= Hobbico =

Hobby products manufacturer

Hobbico, Inc. was a manufacturer and distributor of hobby products including radio control airplanes, boats, cars, helicopters and multirotors/drones. Other products include plastic model kits, model rockets, model trains, slot cars, crafts, jigsaw puzzles and games. The company had approximately 850 employees worldwide. On January 10, 2018, Hobbico filed for Chapter 11 bankruptcy protection and announced the company is for sale. On April 13, Horizon Hobby acquired control of most Hobbico RC brands & IP (excepting Great Planes Manufacturing). Estes Industries acquired the Estes-Cox business unit and a German venture capital group acquired Revell Germany whole and the Revell-Monogram brands, IP & molds.

Its headquarters is located in Champaign, Illinois.

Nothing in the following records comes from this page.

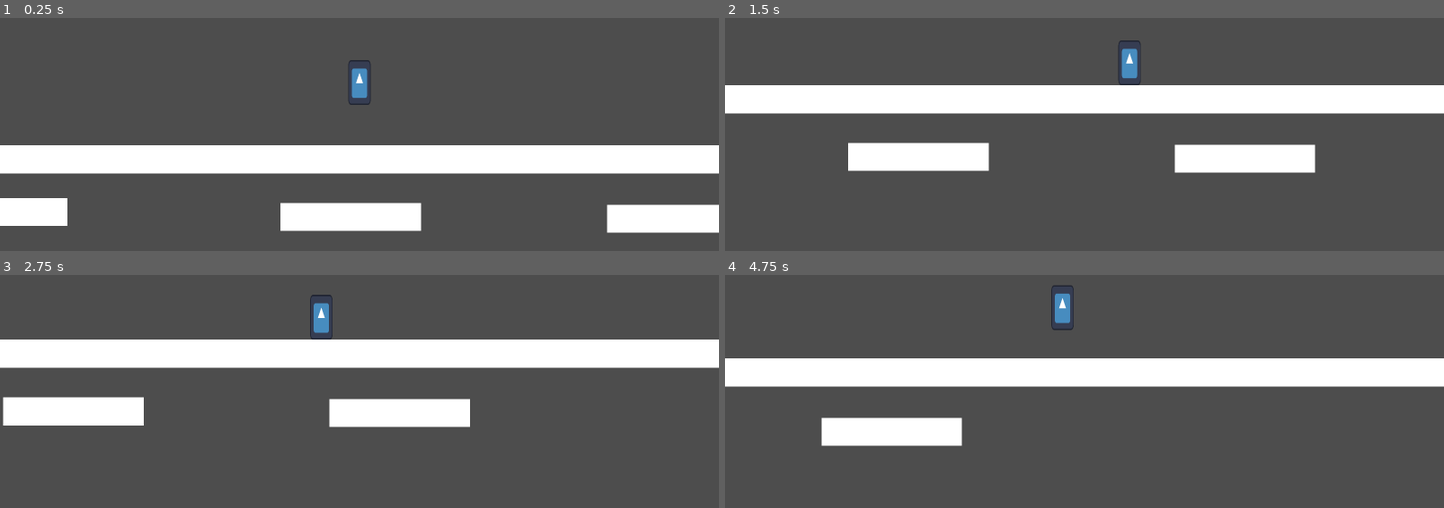
Above: before the commit, frames 1-4 (two rows, left to right).
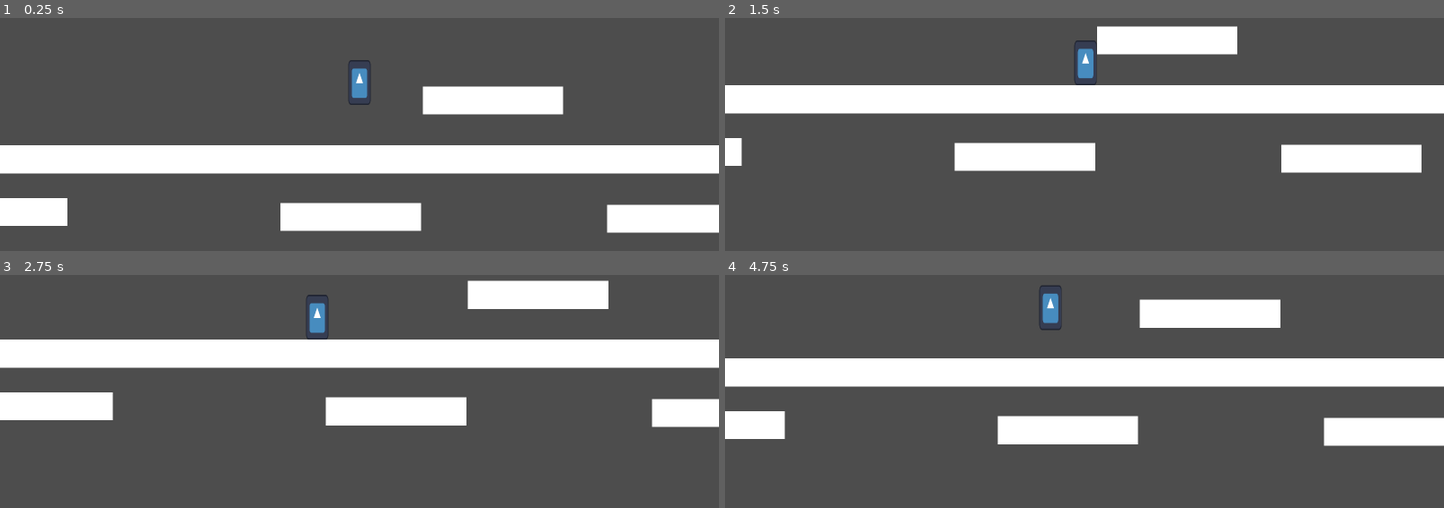
Above: after the commit, the same moments.

Repository: rcfisch/something_freaky
Game: Godot game, scene res://Levels/Testing/main.tscn
The game is run twice, just before and just after one commit, with the same random seed, the same clock (stepped at 60 frames per second) and the same inputs. The engine's default icon, where the game draws it, is replaced by a stand-in: a white triangle on a blue panel in a dark square.
Inputs:
- Up to frame 1 (0.25 s): no input
- Up to frame 2 (1.5 s): hold D (right) from 0.53 s (still down); tap Space (jump) at 0.77 s
- Up to frame 3 (2.75 s): tap Space (jump) at 1.52 s; release D (right) at 2.03 s; hold A (left) from 2.03 s (still down)
- Up to frame 4 (4.75 s): release A (left) at 2.78 s; hold D (right) 2.78-4.28 s; tap Space (jump) at 3.02, 3.77, 4.52 s; hold A (left) from 4.28 s (still down)

The runs differ from the first frame. In frame 1, 2.4% of the frame differs, in the area x 58-79%, y 29-42%; in frame 2, 11%; in frame 3, 5.7%; in frame 4, 11%, in the area x 0-100%, y 4-74%.

Commit message:
testing platform

Diff:
--- a/Entities/Player/player.gd
+++ b/Entities/Player/player.gd
@@ -67,6 +67,7 @@
 		coyote_time = coyote_frames
 	else:
 		coyote_time = max(coyote_time - 1, 0)
+
 	if is_on_floor() and is_jumping == false and jump_buffer_time > 0:
 		jump()
 		jump_buffer_time = 0
--- a/Levels/Testing/main.tscn
+++ b/Levels/Testing/main.tscn
@@ -19,3 +19,6 @@
 
 [node name="TestFloor4" parent="." instance=ExtResource("2_ndhlg")]
 position = Vector2(-1290, 587)
+
+[node name="TestFloor5" parent="." instance=ExtResource("2_ndhlg")]
+position = Vector2(475, 189)

The company distributed over 150 brands of hobby products including about 30 proprietary product brands. Proprietary brands include: Axial, ARRMA, Dromida, Team Durango, dBoots, Revell, Monogram, Top Flite, Great Planes, AquaCraft Models, FlightPower, Heli-Max, SuperTigre, O'Donnell Fuel, Duratrax, RealFlight, MonoKote, Carl Goldberg Products, ElectriFly, Coverite, Dynaflite, Flyzone, MuchMore Racing, LiFeSource, Tactic, VS Tank, Estes Industries, Proto-X, TrakPower and others. It was the exclusive distributor for Futaba radio control products in North and South America, for O.S. Engines in North America and HPI Racing, Italeri, Novak Electronics and Nine Eagles in North and South America.

==Company history==
- In 1971 Tower Hobbies was founded by Bruce Holecek.
- In 1972 Great Planes Model Distributors was founded by Don Anderson.
- Hobbico was started in 1985 when Tower Hobbies was combined with Great Planes Model Distributors to form Hobbico, Inc.
- In November 2005 the company became a 100% employee-owned ESOP (Employee Stock Ownership Plan).
- In May 2007 Hobbico acquired Revell-Monogram, famous maker of Revell plastic model kits.
- In January 2010 Hobbico acquired model rocket maker Estes Industries.
- In September 2010 Hobbico was appointed exclusive distributor for Thunder Tiger in North and South America.
- In January 2012 Hobbico acquired the brands Axial, Durango, Arrma and dBoots tires.
- As of January 2015 Hobbico no longer distributes Thunder Tiger products.
- In 2012, Hobbico acquired Revell Germany located in Bunde, Germany, and launched Hobbico Europe.
- On January 10, 2018, it was announced that Hobbico had filed for Chapter 11 bankruptcy protection.
- On 30 June 2018, it was announced that Hobbico had filed for Chapter 7 bankruptcy and went into liquidation.